The Movie Life Lesson: All sorts of despicable antics such as kidnapping are excused if you fall in love with your hostage during the process.
Why It’s Impossible In Real Life: Simply because you “really did fall for her Guv, honest” doesn’t equate to your highly illegal hijinks being forgotten in the eyes of the law. Charges would be brought. You’d get jailed.
Legally Blonde (2001)
The Movie Life Lesson: Filming an admissions video wherein you are scantily-clad instead of writing an entry essay for university will appeal to the school’s adventurous side.
Why It’s Impossible In Real Life: While a positive attitude and ingenuity might prevent you from being habitually ignored by your hardworking peers, Harvard would really rather prefer it if you took your skanky butt elsewhere.
The Movie Life Lesson: Through the wonders of science, dead people can now be reanimated and return to the world of the living.
Why It’s Impossible In Real Life: No they can’t. Might be time to rethink that Evil Knievel jump off the garage roof you had planned.
The Movie Life Lesson: Fake IDs may be illegal but you’ve nothing to fear when approached by law enforcement. The police will think you’re a badass and invite you to ride along with them!
Why It’s Impossible In Real Life: Using an I.D. that’s dodgier than a Picasso off Delboy wouldn’t make you friends with the police. It’d land you a hefty fine and a visit to your parents’ doorstep with the bizzies in tow.
Weird Science (1985)
The Movie Life Lesson: If you can’t get a real girl to date you, just make a smokin’ hot one with an old BBC computer and cables, who’ll transform into a MILF and give you tips on wooing the ladies.

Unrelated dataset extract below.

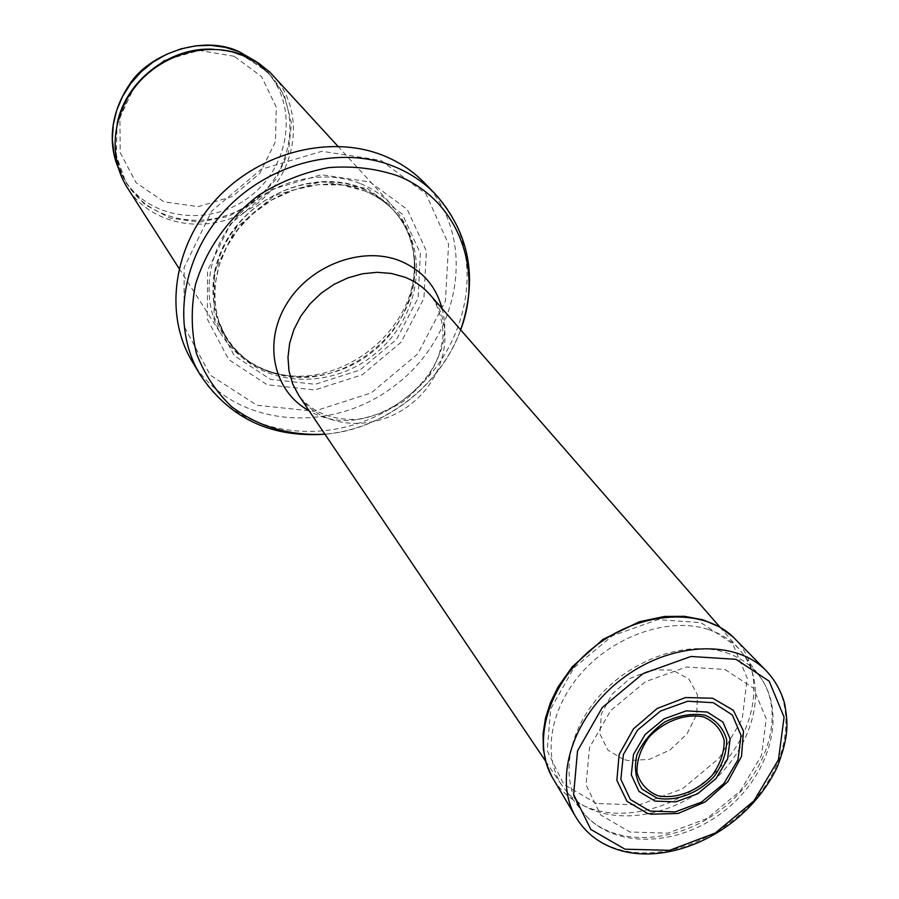 <?xml version="1.0" encoding="UTF-8"?>
<svg xmlns="http://www.w3.org/2000/svg" width="899" height="899" viewBox="0 0 899 899"><rect width="100%" height="100%" fill="white"/><g stroke="black" fill="none" stroke-linecap="round" stroke-linejoin="round"><path stroke-width="0.67" stroke-dasharray="4.5 3.37" d="M273.217 75.617C306.345 111.386 297.299 173.417 256.226 204.41C215.715 236.145 153.448 228.953 127.377 187.745M360.645 183.711C372.916 188.745 383.379 195.96 392.031 205.365C407.202 222.48 414.641 242.82 414.338 266.385C414.799 332.102 338.889 390.481 275.499 373.141C252.641 367.376 234.897 354.97 222.255 335.9C200.174 301.772 206.174 250.933 237.752 216.097C269.183 181.148 321.561 167.675 360.645 183.711M369.927 181.969L407.326 209.456L426.362 251.068L423.935 298.333L401.066 342.249L362.286 374.793L314.751 389.975L267.205 384.761L228.739 359.645L207.22 318.931L207.613 270.408L230.425 224.031L271.172 189.689L321.224 174.698L369.927 181.969M424.306 182.744C477.729 237.167 461.356 335.428 395.268 385.244C330.147 436.33 230.976 426.89 192.094 361.286M708.603 629.57C721.189 633.75 731.516 640.436 739.574 649.617L744.215 655.618C769.477 692.41 750.519 753.081 704.816 787.85C659.473 823.079 595.981 825.81 566.909 791.94L562.302 785.917C541.614 755.654 550.177 706.423 583.833 670.339C617.343 634.143 670.8 616.995 708.603 629.57M623.569 759.486L607.848 750.058L599.891 733.854L601.352 713.93L612.084 694.152L630.019 678.408L651.618 669.845L672.598 670.103L688.892 679.037L697.444 694.803L696.725 714.323L687.005 733.899L670.148 749.901L649.292 759.374L628.289 760.543L623.569 759.486M256.024 61.48L266.576 71.077C298.76 105.947 289.995 166.281 250.068 196.409C210.692 227.256 150.133 220.221 124.703 180.16L118.14 167.495M234.201 56.289L199.275 50.411L163.91 60.469L135.479 84.528L119.893 117.555L120.208 152.65L136.075 182.677L164 201.837L198.319 206.646L232.414 196.454L259.867 173.305L275.51 141.536L276.229 107.105L261.609 76.64L234.201 56.289M213.704 49.254L230.773 51.737L245.09 56.772L257.676 64.02L270.228 75.078C302.536 110.083 293.692 170.675 253.563 200.949C213.996 231.953 153.167 224.93 127.636 184.722C116.162 166.337 112.69 145.908 117.196 123.444M185.363 52.974C205.792 47.467 225.244 48.524 243.719 56.131L267.924 72.111L284.421 95.44L291.456 123.298L288.399 152.414L275.768 179.53L255.035 201.679L228.515 216.423L199.106 222.12L170.091 218.052L144.728 204.511L126.029 182.902L116.342 155.606L116.994 125.77L128.074 97.013M362.095 188.138C396.83 204.163 414.428 231.245 414.889 269.397C415.349 334.035 340.609 391.503 278.252 374.445C226.469 362.634 197.758 304.053 221.188 250.99C243.741 197.645 312.605 167.326 362.095 188.138M362.319 188.554C374.433 193.51 384.761 200.634 393.279 209.939C429.396 249.102 417.439 317.976 370.691 353.285C324.561 389.391 254.923 383.244 226.346 338.294C204.59 304.772 210.456 254.799 241.494 220.513C272.375 186.127 323.887 172.822 362.319 188.554M364.286 190.734C376.423 195.701 386.761 202.837 395.302 212.153C431.475 251.383 419.462 320.381 372.602 355.779C326.359 391.975 256.597 385.84 227.975 340.811C206.174 307.244 212.074 257.17 243.18 222.806C274.15 188.34 325.775 174.979 364.286 190.734M367.129 188.419L402.381 214.232L420.361 253.372L418.125 297.906L396.594 339.316L360.027 370.006L315.212 384.3L270.419 379.333L234.234 355.622L214.041 317.268L214.468 271.633L235.954 228.043L274.262 195.757L321.314 181.632L367.129 188.419M380.873 160.348L425.901 193.836L448.579 244.191L445.41 301.098L417.799 353.846L371.208 392.919L314.111 411.27L256.856 405.213L210.276 375.164L183.98 326.123L184.171 267.385L211.703 211.063L261.16 169.349L321.921 151.29L380.873 160.348M435.049 193.757C488.899 248.641 472.132 347.846 405.258 398.246C339.373 449.916 239.19 440.645 199.983 374.49M460.659 329.854C440.959 385.626 383.895 429.508 324.932 434.206C384.176 429.003 440.398 385.772 460.659 329.854M442.005 308.469C461.794 375.501 368.759 447.039 309.054 410.686M429.992 294.692C456.546 324.775 446.477 377.243 410.202 404.674C374.366 432.677 321.078 428.935 298.828 395.538C311.886 412.248 331.315 420.204 357.105 419.417C374.22 416.597 390.503 410 405.955 399.65L424.204 381.67L429.902 373.602C436.79 362.286 440.993 350.79 442.51 339.103C444.275 332.967 441.409 308.087 429.992 294.692M725.819 652.562C741.001 657.585 752.744 666.137 761.071 678.228C786.018 714.581 766.948 774.781 721.414 809.426C676.228 844.532 613.152 847.499 584.429 814.044C559.717 785.906 565.033 735.449 598.341 697.231C631.446 658.9 686.971 639.762 725.819 652.562M725.032 669.463L753.441 688.151L766.274 718.93L761.487 755.542L740.371 790.918L707.075 818.495L667.811 833.159L629.896 832.002L600.644 814.921L586.058 784.861L589.519 747.541L610.724 710.558L645.46 681.689L686.431 667.024L725.032 669.463M596.498 803.526L563.774 784.344L547.21 750.732L550.649 709.075L573.91 667.845L612.365 635.762L657.922 619.636L700.939 622.647L732.696 643.74L747.215 678.172L742.237 718.93L719.155 758.205L682.51 788.76L639.077 804.965L596.498 803.526M733.404 637.267C763.273 665.867 759.779 718.885 727.358 759.071C695.141 799.391 638.672 821.765 596.183 810.269L596.003 810.213C576.203 804.661 561.527 793.514 551.952 776.792M765.027 669.541C795.918 699.096 791.794 754.194 757.711 796.076C723.841 838.104 664.889 861.658 620.715 849.971C600.127 844.363 584.901 832.924 575.012 815.64M187.812 52.299C207.309 47.591 225.75 48.838 243.135 56.008L257.822 64.155L270.228 75.078L256.181 61.581M126.793 99.216C111.42 129.512 111.701 158.022 127.636 184.722L118.196 167.675M179.047 268.43L222.255 335.9M337.923 146.279L392.031 205.365M275.499 373.141L278.252 374.445C255.968 368.86 238.662 356.802 226.346 338.294L218.614 320.741L215.962 309.75L214.737 298.333L215.198 284.185L219.187 265.059L226.919 246.517L238.134 229.301L252.394 214.108L271.655 200.05L294.524 189.689L318.538 184.598L342.305 185.037L364.466 190.88C376.546 195.813 386.828 202.904 395.302 212.153L393.279 209.939C408.011 226.593 415.214 246.416 414.889 269.397L414.338 266.385M545.648 761.239L562.302 785.917M719.998 627.187L739.574 649.617M566.909 791.94L584.429 814.044C614.68 849.263 678.397 846.667 723.223 811.775C768.454 777.421 787.322 716.514 761.071 678.228L744.215 655.618"/><path stroke-width="1.35" d="M179.047 268.43L127.377 187.745C107.577 157.089 112.015 112.431 138.873 82.36C165.596 52.198 210.894 41.23 245.348 55.996L258.406 62.986L269.835 72.134L337.923 146.279M199.983 374.49L192.094 361.286C163.685 314.268 173.215 245.315 217.041 198.409C260.676 151.369 332.068 133.985 384.772 156.123C400.01 162.494 413.192 171.372 424.306 182.744L435.049 193.757C469.638 232.942 478.178 278.308 460.659 329.854C483.887 269.116 457.625 199.511 397.897 175.889C376.108 168.473 353.015 165.719 328.596 167.619C304.154 172.305 281.005 181.418 259.148 194.959C227.559 218.951 206.321 248.899 195.431 284.781C190.891 308.278 191.184 331.001 196.308 352.925C204.095 373.714 215.861 391.627 231.594 406.651C258.316 426.755 289.433 435.936 324.932 434.206C270.621 437.903 228.964 417.99 199.983 374.49C171.327 327.09 181.081 257.417 225.469 209.95C269.689 162.348 341.912 144.649 395.144 166.933C410.54 173.35 423.834 182.295 435.049 193.757M657.843 795.716L658.304 795.84C676.217 799.222 697.309 791.187 712.087 775.444C720.324 763.97 724.347 752.283 724.178 740.383C721.2 729.46 714.379 721.672 703.726 716.986C685.825 713.087 664.147 721.02 649.011 737.113C640.639 748.845 636.638 760.711 636.986 772.702C640.2 783.58 647.156 791.255 657.843 795.716M647.381 813.325L651.09 814.202L678.071 813.46L705.378 801.841L727.92 781.579L741.506 756.419L743.495 731.033L733.314 710.266L712.705 698.242L685.566 697.534L657.248 708.434L633.503 728.819L619.108 754.553L616.871 780.422L627.03 801.335L647.381 813.325M655.011 801.099L638.987 791.446L631.312 774.859L633.469 754.508L645.156 734.472L664.046 718.863L686.285 710.862L707.322 712.053L722.942 722.099L730.134 738.877L727.617 759.003L716.009 778.568L697.579 793.828L675.857 801.863L655.011 801.099M118.14 167.495L113.993 153.853L112.341 139.491L113.24 124.826L116.69 110.307L122.612 96.35L130.827 83.405L141.098 71.864L153.122 62.065L166.54 54.322L180.924 48.861L195.836 45.849L210.838 45.355L225.469 47.377L239.303 51.85L256.024 61.48M117.196 123.444C125.646 80.741 170.248 46.445 213.704 49.254M128.074 97.013C141.581 75.067 160.674 60.39 185.363 52.974M309.054 410.686C273.925 391.897 262.688 343.598 286.163 304.66C309.177 265.52 361.814 245.528 399.954 260.845C422.013 270.093 436.026 285.972 442.005 308.469M545.648 761.239L298.828 395.538L292.658 383.895L288.995 371.006L287.983 357.296L289.669 343.227L294.018 329.292L300.907 315.987L310.099 303.783L321.28 293.119L334.035 284.376L347.935 277.858L362.466 273.79L377.119 272.307L391.38 273.453L404.764 277.162C414.776 281.095 423.182 286.938 429.992 294.692L719.998 627.187M625.03 849.195L590.812 829.462L573.629 794.48L577.529 750.89L602.274 707.558L642.942 673.677L690.938 656.472L736.067 659.338L769.196 681.195L784.085 717.11L778.467 759.722L753.924 800.897L715.256 833.058L669.609 850.319L625.03 849.195M551.952 776.792C530.994 739.787 549.941 680.745 595.655 645.864C641.099 610.657 703.04 607.51 733.404 637.267L719.56 626.929L703.04 619.838L684.465 616.298L664.496 616.478L639.346 621.748L602.926 639.436L572.326 666.732L558.122 686.836L550.514 702.411L545.446 718.301L543.052 734.067L543.367 749.339L546.367 763.701L551.952 776.792L575.012 815.64C553.368 777.41 573.45 715.896 621.378 679.329C669.036 642.414 733.651 638.796 765.027 669.541L733.404 637.267M656.911 798.054L642.167 789.21C635.66 779.658 633.896 768.274 636.852 755.059C642.729 741.911 652.09 730.865 664.945 721.897C678.857 715.256 692.23 713.031 705.086 715.222C716.301 720.121 723.481 728.291 726.65 739.742C726.864 752.238 722.661 764.521 714.053 776.59C698.579 793.165 676.43 801.683 657.585 798.233L656.911 798.054M649.763 811.044L630.334 799.481L620.861 779.366L623.367 754.587L637.537 730.123L660.551 711.03L687.679 701.242L713.323 702.703L732.325 714.963L741.034 735.393L737.955 759.857L723.841 783.602L701.467 802.133L675.104 811.921L649.763 811.044M256.181 61.581L239.033 51.625C201.297 33.757 148.211 55.289 130.119 83.585C108.127 115.859 109.341 146.885 118.196 167.675M126.793 99.216C140.761 75.291 161.101 59.649 187.812 52.299M765.027 669.541C774.533 679.228 781.107 690.735 784.748 704.052C787.917 723.65 789.255 735.685 777.084 767.42C746.204 831.182 673.396 864.771 621.58 850.825C600.678 845.06 585.159 833.328 575.012 815.64"/></g></svg>

Why It’s Impossible In Real Life: Technology ain’t what it used to be in ‘80s movies.
Romy And Michele's High School Reunion (1997)
The Movie Life Lesson: If you were a nerd at school, you are likely to shed your D&D-lovin’ skin and go on to become conventionally successful. The popular kids will become dribbling alcoholics with failed marriages.
Why It’s Impossible In Real Life: As much as you might want them to flounder, some times those popular runts become popular, successful adults.
My Best Friend's Wedding (1997)
The Movie Life Lesson: Making a huge tit of yourself and destroying your best friend’s chance at happiness is OK if it’s for selfish reasons.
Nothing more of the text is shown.